Full Credits

Stats & Data

May 25, 2017

I can honestly say my testicles have never been so well organized. Hear me out!

Honestly, I was a little afraid of what my bros were gonna think of me when I showed up to corn hole practice wearing a man-romper. A manper. A momper. Look, I was skeptical, too. Why would I want to wear a garment usually worn by literal babies? But then I tried it, and I can honestly say my testicles have never been so well organized. Hear me out!

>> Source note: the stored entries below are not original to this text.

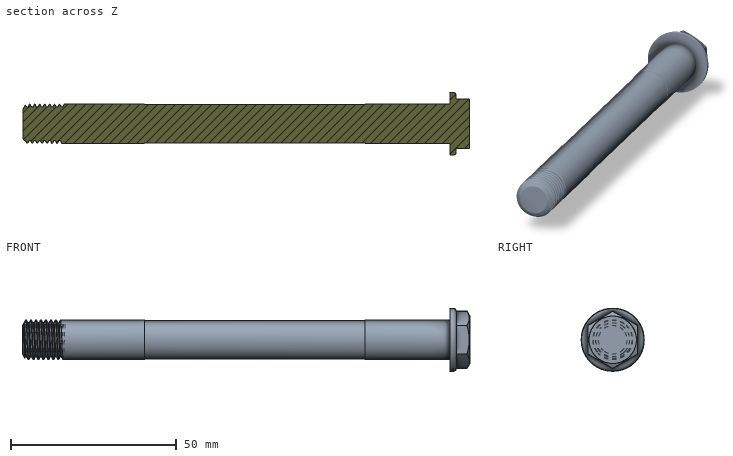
import cadquery as cq
import math

total_length = 135.0
shank_diameter = 12.0
middle_diameter = 11.7
middle_start = 36.7
middle_end = 103.4

tip_radius = 4.3
tip_chamfer_length = 1.0
thread_depth = 0.92
thread_root_width = 0.3
thread_end = 12.3
thread_turns = 9
thread_travel = 13.5
flank_angle = 30.0
groove_overshoot = 0.07

head_height = 6.1
flange_diameter = 19.0
flange_thickness = 2.0
flange_round = 1.1
across_flats = 15.0
head_face_radius = 7.2
head_chamfer_angle = 30.0

shank_radius = shank_diameter / 2
middle_radius = middle_diameter / 2
thread_pitch = thread_travel / thread_turns
flange_radius = flange_diameter / 2
head_start = total_length - head_height
corner_radius = across_flats / math.sqrt(3)


def make_shank():
    """Round shank with a chamfered tip and a slightly thinner middle."""
    outline = [
        (0, 0),
        (0, -tip_radius),
        (tip_chamfer_length, -shank_radius),
        (middle_start, -shank_radius),
        (middle_start, -middle_radius),
        (middle_end, -middle_radius),
        (middle_end, -shank_radius),
        (head_start, -shank_radius),
        (head_start, 0),
    ]
    return cq.Workplane("XZ").polyline(outline).close().revolve(360, (0, 0), (1, 0))


def make_thread_groove():
    """Right-handed V groove with a flat root, wound around the X axis."""
    helix_start = thread_end - thread_travel
    root_radius = shank_radius - thread_depth
    outer_radius = shank_radius + groove_overshoot
    half_root = thread_root_width / 2
    half_mouth = half_root + (outer_radius - root_radius) * math.tan(math.radians(flank_angle))
    path = cq.Wire.makeHelix(thread_pitch, thread_travel, shank_radius)
    profile = [
        (root_radius, -half_root),
        (outer_radius, -half_mouth),
        (outer_radius, half_mouth),
        (root_radius, half_root),
    ]
    groove = cq.Workplane("XZ").polyline(profile).close().sweep(cq.Workplane(path), isFrenet=True)
    laid_down = groove.rotate((0, 0, 0), (0, 1, 0), 90).rotate((0, 0, 0), (1, 0, 0), 180)
    return laid_down.translate((helix_start, 0, 0))


def make_flange():
    """Round flange, with its edge rounded on the hexagon side."""
    flange = cq.Workplane("YZ", origin=(head_start, 0, 0)).circle(flange_radius).extrude(flange_thickness)
    return flange.faces(">X").edges().fillet(flange_round)


def make_hexagon():
    """Hexagon with corners toward +Z and -Z, and a conical chamfer on its end."""
    hexagon = (
        cq.Workplane("YZ", origin=(head_start, 0, 0))
        .polygon(6, 2 * corner_radius)
        .extrude(head_height)
        .rotate((0, 0, 0), (1, 0, 0), 90)
    )
    cone_base_radius = head_face_radius + head_height / math.tan(math.radians(head_chamfer_angle))
    outline = [
        (head_start, 0),
        (head_start, cone_base_radius),
        (total_length, head_face_radius),
        (total_length, 0),
    ]
    cone = cq.Workplane("XZ").polyline(outline).close().revolve(360, (0, 0), (1, 0))
    return hexagon.intersect(cone)


threaded_shank = make_shank().cut(make_thread_groove())
result = threaded_shank.union(make_flange()).union(make_hexagon())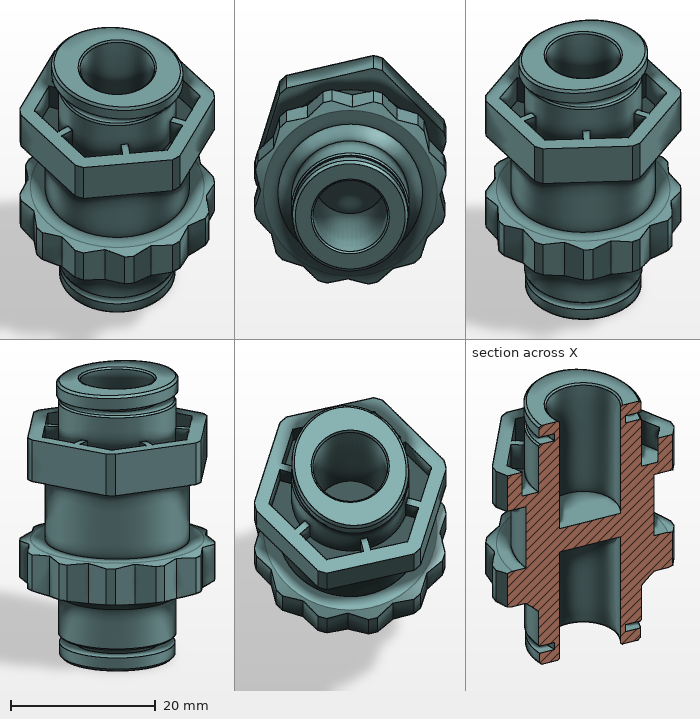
import cadquery as cq
import math


TOTAL_HEIGHT = 40.0

COLLET_FLANGE_HEIGHT = 2.0
COLLET_NECK_DIAMETER = 11.7
COLLET_GAP = 1.1
TOP_FLANGE_LENGTH_X = 18.5
FLANGE_DIAMETER = 16.0
TOP_FLANGE_CHAMFER = 0.35
BOTTOM_FLANGE_CHAMFER = 0.4

BORE_DIAMETER = 10.3
BORE_DEPTH = 18.0
BORE_CHAMFER = 0.25

SLEEVE_DIAMETER = 16.3
SLEEVE_CHAMFER = 0.25
BARREL_DIAMETER = 20.0
BARREL_CONE_BOTTOM = 9.0

ACROSS_FLATS = 24.0
CORNER_DIAMETER = 27.0

HEAD_BOTTOM = 27.0
HEAD_HEIGHT = 6.0
POCKET_ACROSS_FLATS = 20.0
POCKET_DEPTH = 4.0
RIB_THICKNESS = 1.0
RIB_COUNT = 6

NUT_BOTTOM = 10.85
NUT_HEIGHT = 6.0
NUT_BEVEL_ANGLE = 15.0

HEAD_TOP = HEAD_BOTTOM + HEAD_HEIGHT
POCKET_FLOOR = HEAD_TOP - POCKET_DEPTH
SLEEVE_BOTTOM = COLLET_FLANGE_HEIGHT + COLLET_GAP
SLEEVE_TOP = TOTAL_HEIGHT - SLEEVE_BOTTOM
TOP_FLANGE_BOTTOM = TOTAL_HEIGHT - COLLET_FLANGE_HEIGHT
BARREL_CONE_TOP = BARREL_CONE_BOTTOM + (BARREL_DIAMETER - SLEEVE_DIAMETER) / 2


def cylinder(diameter, bottom, top):
    return cq.Workplane("XY").workplane(offset=bottom).circle(diameter / 2).extrude(top - bottom)


def hexagon(across_flats, bottom, top, turn):
    """Hexagonal prism with corners on the X axis, turned about Z by an angle in degrees."""
    across_corners = across_flats / math.cos(math.radians(30))
    prism = cq.Workplane("XY").workplane(offset=bottom).polygon(6, across_corners).extrude(top - bottom)
    return prism.rotate((0, 0, 0), (0, 0, 1), turn)


def make_body():
    """Stepped round body: a slim sleeve with a wider barrel that tapers in at its lower end."""
    sleeve = cylinder(SLEEVE_DIAMETER, SLEEVE_BOTTOM, SLEEVE_TOP).faces("<Z or >Z").chamfer(SLEEVE_CHAMFER)
    barrel = cylinder(BARREL_DIAMETER, BARREL_CONE_BOTTOM, POCKET_FLOOR)
    barrel = barrel.faces("<Z").chamfer(BARREL_CONE_TOP - BARREL_CONE_BOTTOM)
    return sleeve.union(barrel)


def make_head():
    """Hex head with a hexagonal pocket around the sleeve, bridged by radial ribs."""
    head = hexagon(ACROSS_FLATS, HEAD_BOTTOM, HEAD_TOP, 90)
    head = head.intersect(cylinder(CORNER_DIAMETER, HEAD_BOTTOM, HEAD_TOP))
    head = head.cut(hexagon(POCKET_ACROSS_FLATS, POCKET_FLOOR, HEAD_TOP, 90))
    rib_length = (POCKET_ACROSS_FLATS + ACROSS_FLATS) / 4
    for index in range(RIB_COUNT):
        rib = cq.Workplane("XY").workplane(offset=POCKET_FLOOR)
        rib = rib.center(rib_length / 2, 0).rect(rib_length, RIB_THICKNESS).extrude(POCKET_DEPTH)
        head = head.union(rib.rotate((0, 0, 0), (0, 0, 1), index * 360 / RIB_COUNT))
    return head


def make_nut():
    """Twelve-pointed nut made of two crossed hexagons, with its points bevelled at both faces."""
    nut_top = NUT_BOTTOM + NUT_HEIGHT
    star = hexagon(ACROSS_FLATS, NUT_BOTTOM, nut_top, 0)
    star = star.union(hexagon(ACROSS_FLATS, NUT_BOTTOM, nut_top, 90))
    bevel_width = (CORNER_DIAMETER - ACROSS_FLATS) / 2
    bevel_height = bevel_width * math.tan(math.radians(NUT_BEVEL_ANGLE))
    envelope = (
        cylinder(CORNER_DIAMETER, NUT_BOTTOM, nut_top)
        .faces(">Z").chamfer(bevel_height, bevel_width)
        .faces("<Z").chamfer(bevel_height, bevel_width)
    )
    return star.intersect(envelope)


def make_collets():
    """Collet necks with an oval flange at the top and a round flange at the bottom."""
    neck = cylinder(COLLET_NECK_DIAMETER, 0, TOTAL_HEIGHT)
    bottom_flange = cylinder(FLANGE_DIAMETER, 0, COLLET_FLANGE_HEIGHT)
    bottom_flange = bottom_flange.faces("<Z").chamfer(BOTTOM_FLANGE_CHAMFER)
    top_flange = (
        cq.Workplane("XY").workplane(offset=TOP_FLANGE_BOTTOM)
        .ellipse(TOP_FLANGE_LENGTH_X / 2, FLANGE_DIAMETER / 2)
        .extrude(COLLET_FLANGE_HEIGHT)
        .faces(">Z").chamfer(TOP_FLANGE_CHAMFER)
    )
    return neck.union(bottom_flange).union(top_flange)


def make_bores():
    """Blind tube bores from both ends, widened by a chamfer at the mouth."""
    mouth_diameter = BORE_DIAMETER + 2 * BORE_CHAMFER
    mouth = cq.Workplane("XY").circle(mouth_diameter / 2).extrude(BORE_CHAMFER, taper=45)
    bottom_bore = cylinder(BORE_DIAMETER, 0, BORE_DEPTH).union(mouth)
    top_bore = bottom_bore.mirror("XY", (0, 0, TOTAL_HEIGHT / 2))
    return bottom_bore.union(top_bore)


result = make_body().union(make_head()).union(make_nut()).union(make_collets()).cut(make_bores())

What I sacrifice in being able to rip off my shirt as a mating call to hot babes on the beach or being able to pee without taking off all my clothes, I gain in the knowledge that my equipment is properly stacked. No more blobs of flesh sticking to my legs, even if I love peeling them off! At first, I used to judge the ladies for wearing rompers. Why would they deliberately obscure their third rib, objectively a woman’s sexiest body part? But as soon as I became ACED DESIGN’s bajillionth kickstarter donor, earning me a free broromper and a custom iron on patch that says “Romphim? I don’t even know him!” and slipped it on, I knew exactly why the ladies flock to this garment. It’s comfortable, lightweight, and it’s really spiced up my corn hole game. My bean bags just whizz through the air. My team even made it to the DCHC (Douchey Corn Hole Championships.) And when I’m leaning in for a good hooker (a move where a beanbag hits the board and falls through a hole) I can do so knowing that all my junk is correctly in order. No Jon Hamm wearing any kind of pants ever kind of situation.

I’ve gotten so vain since I bought my romphim. Checking out my butt in different situations, like when I’m benching a record eight pounds at the gym. I don’t even have to ask anyone around me if my butt looks big in my manromp because I know it looks fuckin luxurious. And you know who look their finest? Huey, Dewy, and Louie. That’s right, my private parts. I never have to worry about squishing one. Like a super sick Power Rangers Trapper Keeper, my dick and balls feel in order all the time. As a bonus, I don’t have to spend precious seconds of my life thinking about what I’m gonna wear today— the one pair of yellow mesh b-ball shorts I own and a free t-shirt from a blood drive I skipped out on. So next time you see me at a corn hole league sporting my rompman, give me a nice hello by gently kneeing me in the testicles. You’ll love how you can make maximum impact by hitting all my stuff, because my maleromp knows how to put the goods on display.